=== DATA FOR ANALYSIS ===

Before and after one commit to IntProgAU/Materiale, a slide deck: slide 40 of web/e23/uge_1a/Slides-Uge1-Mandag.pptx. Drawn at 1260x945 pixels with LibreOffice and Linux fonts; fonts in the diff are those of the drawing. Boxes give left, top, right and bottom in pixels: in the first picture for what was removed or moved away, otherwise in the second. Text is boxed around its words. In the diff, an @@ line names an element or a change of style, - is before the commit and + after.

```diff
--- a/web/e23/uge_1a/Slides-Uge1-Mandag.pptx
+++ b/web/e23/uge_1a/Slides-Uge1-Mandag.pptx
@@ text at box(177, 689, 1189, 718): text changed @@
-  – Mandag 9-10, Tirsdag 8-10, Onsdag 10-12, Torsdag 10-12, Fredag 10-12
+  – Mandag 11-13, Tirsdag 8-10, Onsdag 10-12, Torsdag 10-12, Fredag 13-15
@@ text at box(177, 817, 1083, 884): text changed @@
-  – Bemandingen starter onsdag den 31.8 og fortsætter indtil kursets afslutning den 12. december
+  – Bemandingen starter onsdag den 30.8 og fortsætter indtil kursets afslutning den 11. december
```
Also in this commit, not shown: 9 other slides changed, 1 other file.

===
=== DATA FOR ANALYSIS ===

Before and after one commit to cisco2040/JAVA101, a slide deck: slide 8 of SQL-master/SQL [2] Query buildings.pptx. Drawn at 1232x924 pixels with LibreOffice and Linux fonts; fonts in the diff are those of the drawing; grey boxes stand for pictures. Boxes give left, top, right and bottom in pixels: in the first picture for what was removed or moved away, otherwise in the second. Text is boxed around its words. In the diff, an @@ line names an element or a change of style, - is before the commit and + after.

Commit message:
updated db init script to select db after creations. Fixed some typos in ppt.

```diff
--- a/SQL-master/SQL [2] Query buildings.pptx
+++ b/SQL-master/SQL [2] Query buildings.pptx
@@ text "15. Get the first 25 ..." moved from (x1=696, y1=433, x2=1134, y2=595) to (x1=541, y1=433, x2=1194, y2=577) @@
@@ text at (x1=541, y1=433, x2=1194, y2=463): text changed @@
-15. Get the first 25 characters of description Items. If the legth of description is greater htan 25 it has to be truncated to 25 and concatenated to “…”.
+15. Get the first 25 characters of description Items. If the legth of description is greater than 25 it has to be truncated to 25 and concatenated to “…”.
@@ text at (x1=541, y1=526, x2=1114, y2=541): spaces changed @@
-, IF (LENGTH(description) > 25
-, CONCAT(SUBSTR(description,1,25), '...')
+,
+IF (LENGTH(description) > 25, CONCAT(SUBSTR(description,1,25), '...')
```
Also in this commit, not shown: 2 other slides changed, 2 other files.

===

In the data above, find each line that has the word "Bemandingen" and copy it out.

-  – Bemandingen starter onsdag den 31.8 og fortsætter indtil kursets afslutning den 12. december
+  – Bemandingen starter onsdag den 30.8 og fortsætter indtil kursets afslutning den 11. december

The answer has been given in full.